Below are some records; quote exactly the lines from the one that contains "waist_top = SHOULDER_BOTTOM" through the one that contains "FOOT_RADIUS, BOTTOM_CONE_HEIGHT, FOOT_FILLET)", inclusive, and no others.

Entries taken from a collection:
=-=-=

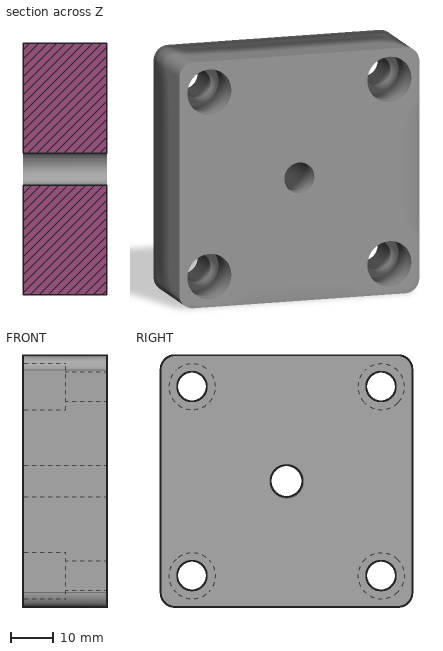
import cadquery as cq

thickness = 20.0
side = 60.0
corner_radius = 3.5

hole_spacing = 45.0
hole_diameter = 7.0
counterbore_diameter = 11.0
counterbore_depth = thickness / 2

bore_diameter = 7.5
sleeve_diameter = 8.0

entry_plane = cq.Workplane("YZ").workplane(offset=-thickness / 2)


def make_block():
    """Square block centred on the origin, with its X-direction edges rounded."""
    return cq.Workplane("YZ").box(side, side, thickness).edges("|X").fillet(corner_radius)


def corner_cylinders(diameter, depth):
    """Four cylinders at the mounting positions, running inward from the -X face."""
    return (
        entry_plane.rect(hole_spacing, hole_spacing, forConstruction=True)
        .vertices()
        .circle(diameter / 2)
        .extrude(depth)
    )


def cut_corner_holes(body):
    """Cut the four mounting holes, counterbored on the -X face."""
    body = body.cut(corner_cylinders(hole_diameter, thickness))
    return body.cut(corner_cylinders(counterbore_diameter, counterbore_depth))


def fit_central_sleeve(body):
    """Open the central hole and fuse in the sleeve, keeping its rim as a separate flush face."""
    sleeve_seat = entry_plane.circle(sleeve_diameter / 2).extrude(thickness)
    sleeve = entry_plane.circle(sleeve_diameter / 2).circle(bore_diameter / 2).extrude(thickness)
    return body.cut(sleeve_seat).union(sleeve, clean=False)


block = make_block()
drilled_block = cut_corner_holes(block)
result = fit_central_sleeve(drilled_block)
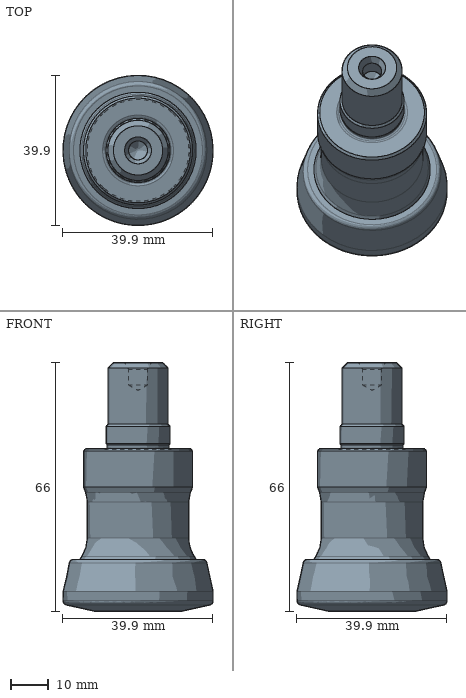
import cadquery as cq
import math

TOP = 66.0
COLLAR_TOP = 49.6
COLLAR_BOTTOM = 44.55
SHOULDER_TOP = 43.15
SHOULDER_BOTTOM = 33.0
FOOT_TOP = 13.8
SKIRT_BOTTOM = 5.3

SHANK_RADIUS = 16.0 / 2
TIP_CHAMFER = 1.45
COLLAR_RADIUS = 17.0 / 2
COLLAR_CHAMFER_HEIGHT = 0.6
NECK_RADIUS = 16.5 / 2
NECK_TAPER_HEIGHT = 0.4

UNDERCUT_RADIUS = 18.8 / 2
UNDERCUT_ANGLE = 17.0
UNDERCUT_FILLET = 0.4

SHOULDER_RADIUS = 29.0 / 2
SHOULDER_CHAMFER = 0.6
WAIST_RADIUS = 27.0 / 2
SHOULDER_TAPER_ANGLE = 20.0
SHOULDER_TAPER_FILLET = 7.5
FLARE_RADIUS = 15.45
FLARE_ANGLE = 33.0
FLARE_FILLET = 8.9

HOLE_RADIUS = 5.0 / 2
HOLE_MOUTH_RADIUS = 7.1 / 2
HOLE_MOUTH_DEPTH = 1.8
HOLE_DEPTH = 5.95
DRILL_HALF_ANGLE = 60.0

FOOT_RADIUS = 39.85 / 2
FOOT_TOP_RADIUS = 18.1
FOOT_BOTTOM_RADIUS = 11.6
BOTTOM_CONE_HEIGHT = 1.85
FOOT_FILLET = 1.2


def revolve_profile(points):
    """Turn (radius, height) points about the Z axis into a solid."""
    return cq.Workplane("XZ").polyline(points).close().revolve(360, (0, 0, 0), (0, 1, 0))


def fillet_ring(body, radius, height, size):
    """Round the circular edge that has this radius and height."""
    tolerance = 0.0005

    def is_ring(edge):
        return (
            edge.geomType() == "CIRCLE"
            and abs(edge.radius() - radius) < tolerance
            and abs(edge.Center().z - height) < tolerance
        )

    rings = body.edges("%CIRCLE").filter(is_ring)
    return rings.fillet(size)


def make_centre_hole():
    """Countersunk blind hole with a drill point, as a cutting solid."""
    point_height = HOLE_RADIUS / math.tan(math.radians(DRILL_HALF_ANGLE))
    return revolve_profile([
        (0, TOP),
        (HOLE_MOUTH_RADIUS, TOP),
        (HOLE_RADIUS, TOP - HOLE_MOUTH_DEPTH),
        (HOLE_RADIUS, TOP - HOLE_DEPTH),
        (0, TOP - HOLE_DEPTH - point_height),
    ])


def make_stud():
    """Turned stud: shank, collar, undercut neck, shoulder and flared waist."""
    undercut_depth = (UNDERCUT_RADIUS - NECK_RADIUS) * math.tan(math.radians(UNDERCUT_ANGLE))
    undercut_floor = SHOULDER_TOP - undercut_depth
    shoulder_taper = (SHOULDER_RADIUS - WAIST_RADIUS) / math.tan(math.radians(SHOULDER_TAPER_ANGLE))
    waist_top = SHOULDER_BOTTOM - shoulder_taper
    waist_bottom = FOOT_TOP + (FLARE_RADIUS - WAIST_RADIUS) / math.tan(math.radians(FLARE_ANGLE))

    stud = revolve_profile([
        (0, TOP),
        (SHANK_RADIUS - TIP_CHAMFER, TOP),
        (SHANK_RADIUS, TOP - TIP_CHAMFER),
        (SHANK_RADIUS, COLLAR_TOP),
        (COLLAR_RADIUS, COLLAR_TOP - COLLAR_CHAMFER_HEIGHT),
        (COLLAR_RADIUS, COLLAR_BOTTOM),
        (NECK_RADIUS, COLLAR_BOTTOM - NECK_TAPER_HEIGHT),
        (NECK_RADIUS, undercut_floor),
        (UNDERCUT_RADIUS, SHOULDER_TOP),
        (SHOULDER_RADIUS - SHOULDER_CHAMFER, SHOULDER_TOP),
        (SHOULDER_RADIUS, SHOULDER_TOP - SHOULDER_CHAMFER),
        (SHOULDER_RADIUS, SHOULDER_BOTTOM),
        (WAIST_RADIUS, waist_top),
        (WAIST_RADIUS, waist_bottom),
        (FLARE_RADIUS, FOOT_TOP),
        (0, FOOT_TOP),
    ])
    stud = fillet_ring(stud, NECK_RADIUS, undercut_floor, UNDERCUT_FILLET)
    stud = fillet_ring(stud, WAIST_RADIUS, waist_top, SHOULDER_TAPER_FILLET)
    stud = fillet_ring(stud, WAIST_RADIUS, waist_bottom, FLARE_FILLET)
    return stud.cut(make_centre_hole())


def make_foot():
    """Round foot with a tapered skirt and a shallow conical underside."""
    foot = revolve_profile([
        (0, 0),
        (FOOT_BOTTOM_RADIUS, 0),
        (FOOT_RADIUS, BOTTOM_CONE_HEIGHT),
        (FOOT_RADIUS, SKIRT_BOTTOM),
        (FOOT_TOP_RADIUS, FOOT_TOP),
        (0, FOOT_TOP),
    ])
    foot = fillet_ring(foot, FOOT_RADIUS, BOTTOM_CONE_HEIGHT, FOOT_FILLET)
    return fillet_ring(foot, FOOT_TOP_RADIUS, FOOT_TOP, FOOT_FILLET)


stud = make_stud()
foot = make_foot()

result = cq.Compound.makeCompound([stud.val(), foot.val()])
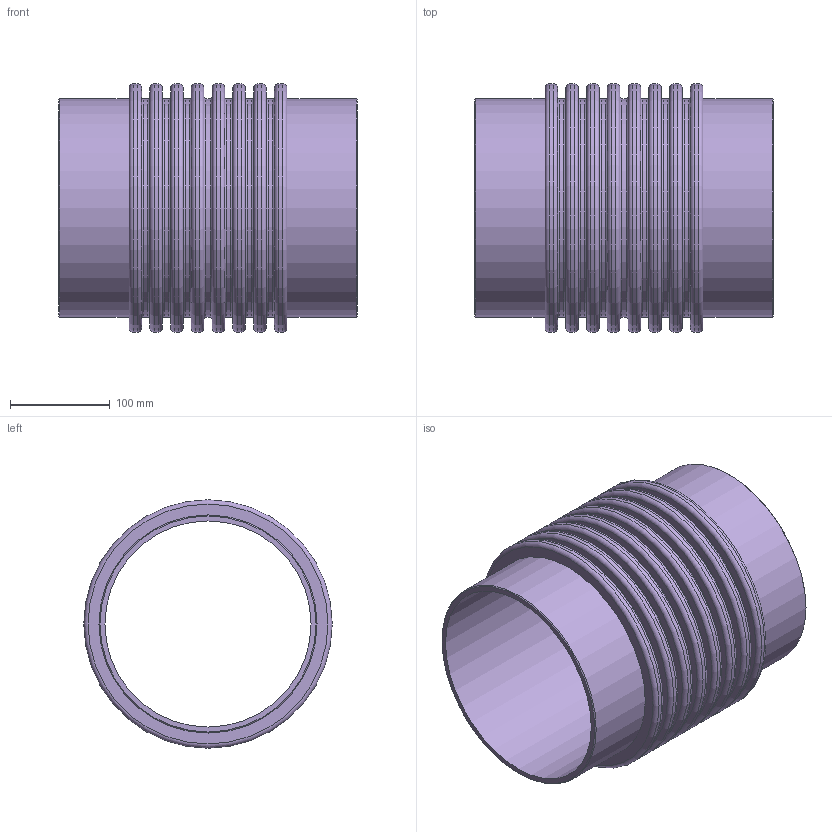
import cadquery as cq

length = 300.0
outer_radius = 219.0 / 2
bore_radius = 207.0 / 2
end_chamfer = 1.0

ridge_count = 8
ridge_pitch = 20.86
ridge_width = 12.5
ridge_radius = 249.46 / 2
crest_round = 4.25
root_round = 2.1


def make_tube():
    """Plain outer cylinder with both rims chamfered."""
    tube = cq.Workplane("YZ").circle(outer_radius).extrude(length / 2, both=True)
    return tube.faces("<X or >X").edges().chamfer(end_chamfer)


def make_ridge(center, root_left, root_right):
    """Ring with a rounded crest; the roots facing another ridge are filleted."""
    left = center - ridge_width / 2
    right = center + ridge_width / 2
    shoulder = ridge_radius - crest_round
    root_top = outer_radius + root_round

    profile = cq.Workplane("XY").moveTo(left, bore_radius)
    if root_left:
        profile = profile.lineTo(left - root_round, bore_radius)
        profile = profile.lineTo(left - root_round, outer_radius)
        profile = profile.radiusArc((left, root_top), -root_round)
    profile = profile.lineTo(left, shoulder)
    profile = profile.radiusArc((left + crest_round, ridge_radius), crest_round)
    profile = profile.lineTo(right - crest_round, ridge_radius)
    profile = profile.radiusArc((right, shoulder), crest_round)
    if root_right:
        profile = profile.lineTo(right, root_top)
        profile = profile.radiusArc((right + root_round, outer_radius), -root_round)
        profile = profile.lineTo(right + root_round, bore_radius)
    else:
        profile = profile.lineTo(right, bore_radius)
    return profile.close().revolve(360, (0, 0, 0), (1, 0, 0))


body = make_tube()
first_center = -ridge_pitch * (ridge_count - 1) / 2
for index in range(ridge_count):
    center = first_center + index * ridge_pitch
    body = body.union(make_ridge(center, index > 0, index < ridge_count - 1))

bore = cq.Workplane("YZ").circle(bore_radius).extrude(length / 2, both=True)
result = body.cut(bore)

=-=-=

*Exercise output*.
    waist_top = SHOULDER_BOTTOM - shoulder_taper
    waist_bottom = FOOT_TOP + (FLARE_RADIUS - WAIST_RADIUS) / math.tan(math.radians(FLARE_ANGLE))

    stud = revolve_profile([
        (0, TOP),
        (SHANK_RADIUS - TIP_CHAMFER, TOP),
        (SHANK_RADIUS, TOP - TIP_CHAMFER),
        (SHANK_RADIUS, COLLAR_TOP),
        (COLLAR_RADIUS, COLLAR_TOP - COLLAR_CHAMFER_HEIGHT),
        (COLLAR_RADIUS, COLLAR_BOTTOM),
        (NECK_RADIUS, COLLAR_BOTTOM - NECK_TAPER_HEIGHT),
        (NECK_RADIUS, undercut_floor),
        (UNDERCUT_RADIUS, SHOULDER_TOP),
        (SHOULDER_RADIUS - SHOULDER_CHAMFER, SHOULDER_TOP),
        (SHOULDER_RADIUS, SHOULDER_TOP - SHOULDER_CHAMFER),
        (SHOULDER_RADIUS, SHOULDER_BOTTOM),
        (WAIST_RADIUS, waist_top),
        (WAIST_RADIUS, waist_bottom),
        (FLARE_RADIUS, FOOT_TOP),
        (0, FOOT_TOP),
    ])
    stud = fillet_ring(stud, NECK_RADIUS, undercut_floor, UNDERCUT_FILLET)
    stud = fillet_ring(stud, WAIST_RADIUS, waist_top, SHOULDER_TAPER_FILLET)
    stud = fillet_ring(stud, WAIST_RADIUS, waist_bottom, FLARE_FILLET)
    return stud.cut(make_centre_hole())


def make_foot():
    """Round foot with a tapered skirt and a shallow conical underside."""
    foot = revolve_profile([
        (0, 0),
        (FOOT_BOTTOM_RADIUS, 0),
        (FOOT_RADIUS, BOTTOM_CONE_HEIGHT),
        (FOOT_RADIUS, SKIRT_BOTTOM),
        (FOOT_TOP_RADIUS, FOOT_TOP),
        (0, FOOT_TOP),
    ])
    foot = fillet_ring(foot, FOOT_RADIUS, BOTTOM_CONE_HEIGHT, FOOT_FILLET)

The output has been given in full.